Cultured meat, sometimes called lab-grown, clean, or cultivated meat, is grown in a lab from a few animal cells. It's real meat, but it doesn't require animals to be slaughtered the way traditional meat does.
The idea is to create a more ecologically friendly and humane meat industry. Some industry experts think this process, called cellular agriculture, is the wave of the future. By the end of 2019, 55 companies worldwide were working on it.
But it's still early days for cultured meat. It's not clear yet just how healthy and cost-effective cultured meat will be, or whether it will taste good enough to entice people to buy it. It could be months or years before you see cultured meat on store shelves or in restaurants.
Making Cultured Meat
To make lab-grown meat, scientists take stem cells, the so-called building block cells, from an animal. They bathe the cells in a liquid containing nutrients to help them duplicate and put them into a bioreactor, a lab device for growing organisms.
Once the “unstructured” meat has developed, the next step is to make it a realistic meat product. Companies are trying to find the best way to produce burgers, nuggets, and other products from cultured meat. Some are using "scaffolding" made from soy protein, gelatin, or other sources to shape the lab-grown meat.
Depending on what kind of meat they're cultivating, this process should take 2 to 8 weeks.
What About Nutrition?
Meat consumption can play a role in chronic disease. But while scientists can adjust the amounts of fat and cholesterol in cultured meat, the science isn't clear about what impact lab-grown meat could have on nutrition.
Benefits of Cultured Meat
Some potential benefits of lab-grown meat include:
Less contamination. Advocates of cultured meat say it's much less likely to be infected by E. coli bacteria (which lives in animal poop) and other contaminants you might find in a meat processing plant.
Fewer antibiotics. Traditionally raised livestock are often given antibiotics to help keep them healthy. This can lead to antibiotic resistance, where the drugs don't work as well on infections as they once did.
Less environmental impact. As global demand for meat goes up, more forested land is converted into ranches and crop fields. Cultured meat requires much less land, uses less water, and produces less pollution.
Also, traditional beef production makes lots of methane, carbon dioxide, and nitrous oxide, so-called greenhouse gases that contribute to global warming. Lab-grown meat could reduce these emissions significantly.

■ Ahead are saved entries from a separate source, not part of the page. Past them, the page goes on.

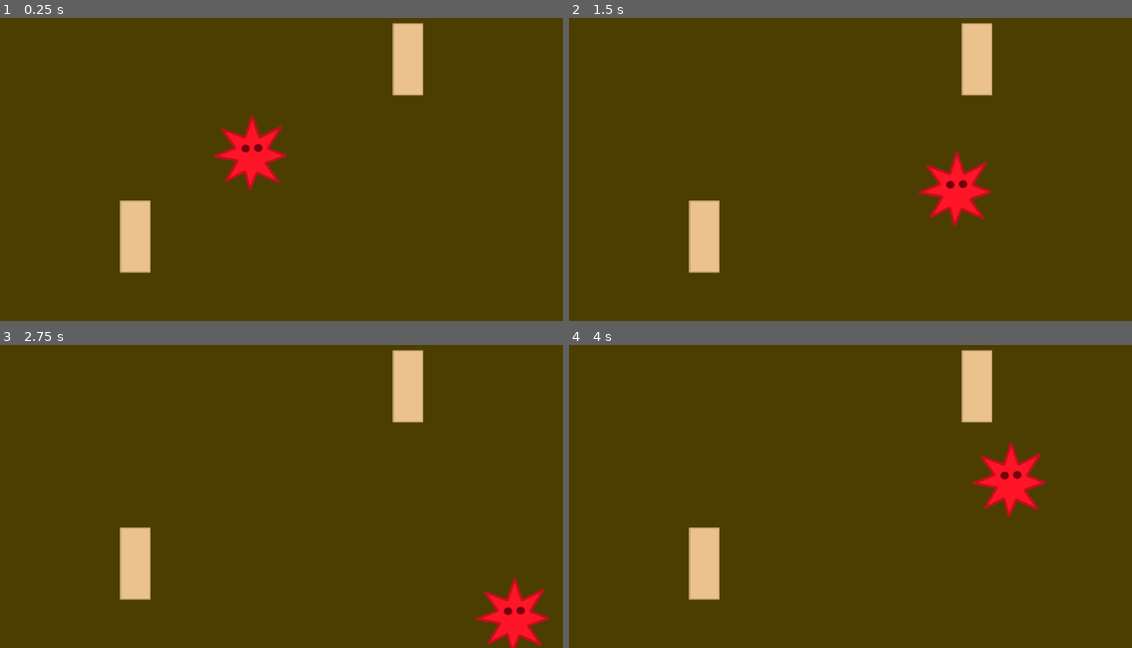
Above: before the commit, frames 1-4 (two rows, left to right).
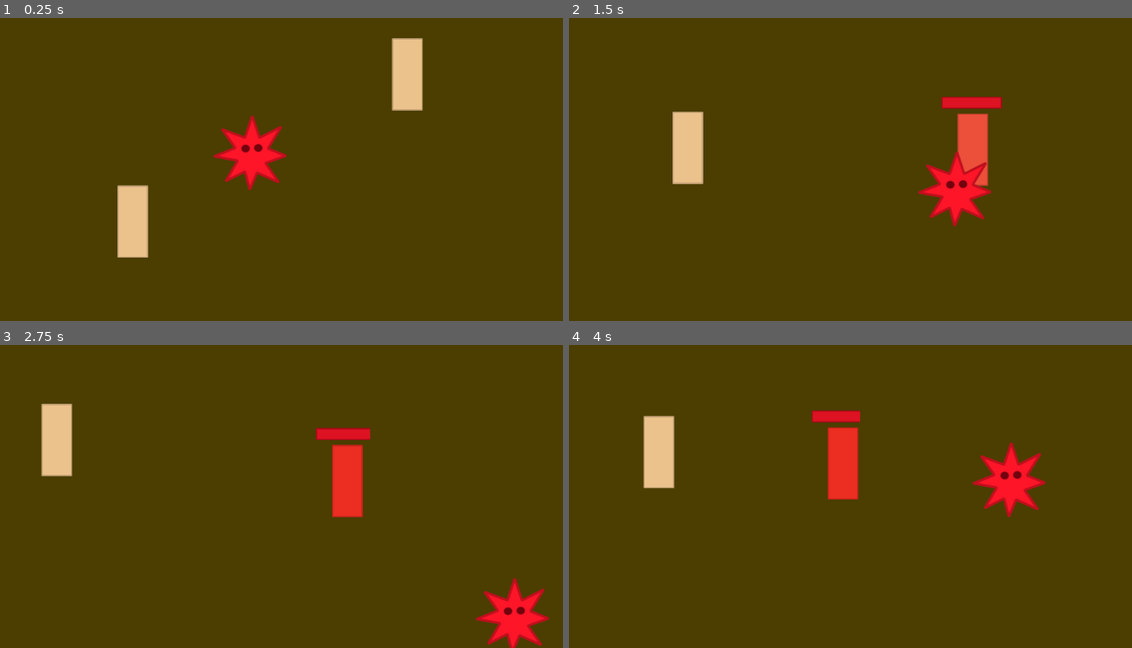
Above: after the commit, the same moments.

Repository: mariothedog/Epidemic-Simulator
Game: Godot game, scene res://Levels/Level 1.tscn
The game is run twice, just before and just after one commit, with the same random seed, the same clock (stepped at 60 frames per second) and the same inputs.
Inputs:
- Up to frame 1 (0.25 s): no input
- Up to frame 2 (1.5 s): hold D (move_right) 0.53-1.28 s; hold Space (infect) 0.53-1.28 s; hold S (move_down) from 1.28 s (still down); tap Space (infect) at 1.35 s
- Up to frame 3 (2.75 s): release S (move_down) at 2.03 s; hold D (move_right) from 2.03 s (still down); hold Space (infect) from 2.03 s (still down)
- Up to frame 4 (4 s): release D (move_right) at 2.78 s; release Space (infect) at 2.78 s; hold W (move_up) 2.78-3.53 s; tap Space (infect) at 2.85 s; hold A (move_left) from 3.53 s (still down); hold Space (infect) from 3.53 s (still down)

The runs differ from the first frame. In frame 1, 1.6% of the frame differs, in the area x 20-76%, y 1-85%; in frame 2, 5.5%; in frame 3, 5.7%, in the area x 7-76%, y 1-85%; in frame 4, 5.6%.

Commit message:
Added human AI.

Diff:
--- a/Human/Human.gd
+++ b/Human/Human.gd
@@ -1,12 +1,33 @@
 extends Area2D
+
+const SPEED = 100
 
 var health = 100
 
 var virus_damage = 0
 var infected = false
 
+onready var pos = position
+
 func _ready():
 	$"Health Bar".visible = false
+
+func _physics_process(delta):
+	_ai(delta)
+
+func _ai(delta):
+	if _stepify_vector(position, 10) == _stepify_vector(pos, 10):
+		pos = _get_random_pos()
+	var dir = position.direction_to(pos)
+	position += dir * SPEED * delta
+
+func _get_random_pos():
+	var x = rand_range(0, get_viewport_rect().size.x)
+	var y = rand_range(0, get_viewport_rect().size.y)
+	return Vector2(x, y)
+
+func _stepify_vector(vec, step):
+	return Vector2(stepify(vec.x, step), stepify(vec.y, step))
 
 func infect(damage):
 	infected = true

Kinder to animals. While cultured meat requires a small sample of tissue, it does not require an animal to be killed. The cells can be taken from a living animal. Some of the nutrient baths used to grow the cells contain blood from slaughtered animals, but others are vegetarian.
Concerns About Lab-Grown Meat
While cultured meat has a promising future, there are concerns, including:
It's not vegan. Since lab-grown meat contains animal cells, it’s not considered vegan. And many vegetarians are undecided on how they view this form of food.
In addition, many members of the Hindu, Muslim, and Jewish religions aren't sure whether cultured meat could comply with the dietary laws of their faiths.
Its price. Scientists made the first cultured meat hamburger in 2012. It cost $325,000 to create. But as technology advances, the cost of cultured meat should go down. One expert predicted that large-scale production could bring the cost of a 5-ounce burger to around $11 -- still expensive, but not ridiculously so.
Will people buy it? To some people, the idea of lab-grown meat just doesn’t sound appetizing. In a 2013 taste test, journalists gave the taste of cultured burgers mixed reviews. But research is going full-steam ahead, and public opinion is subject to change. So in many ways, the jury's still out.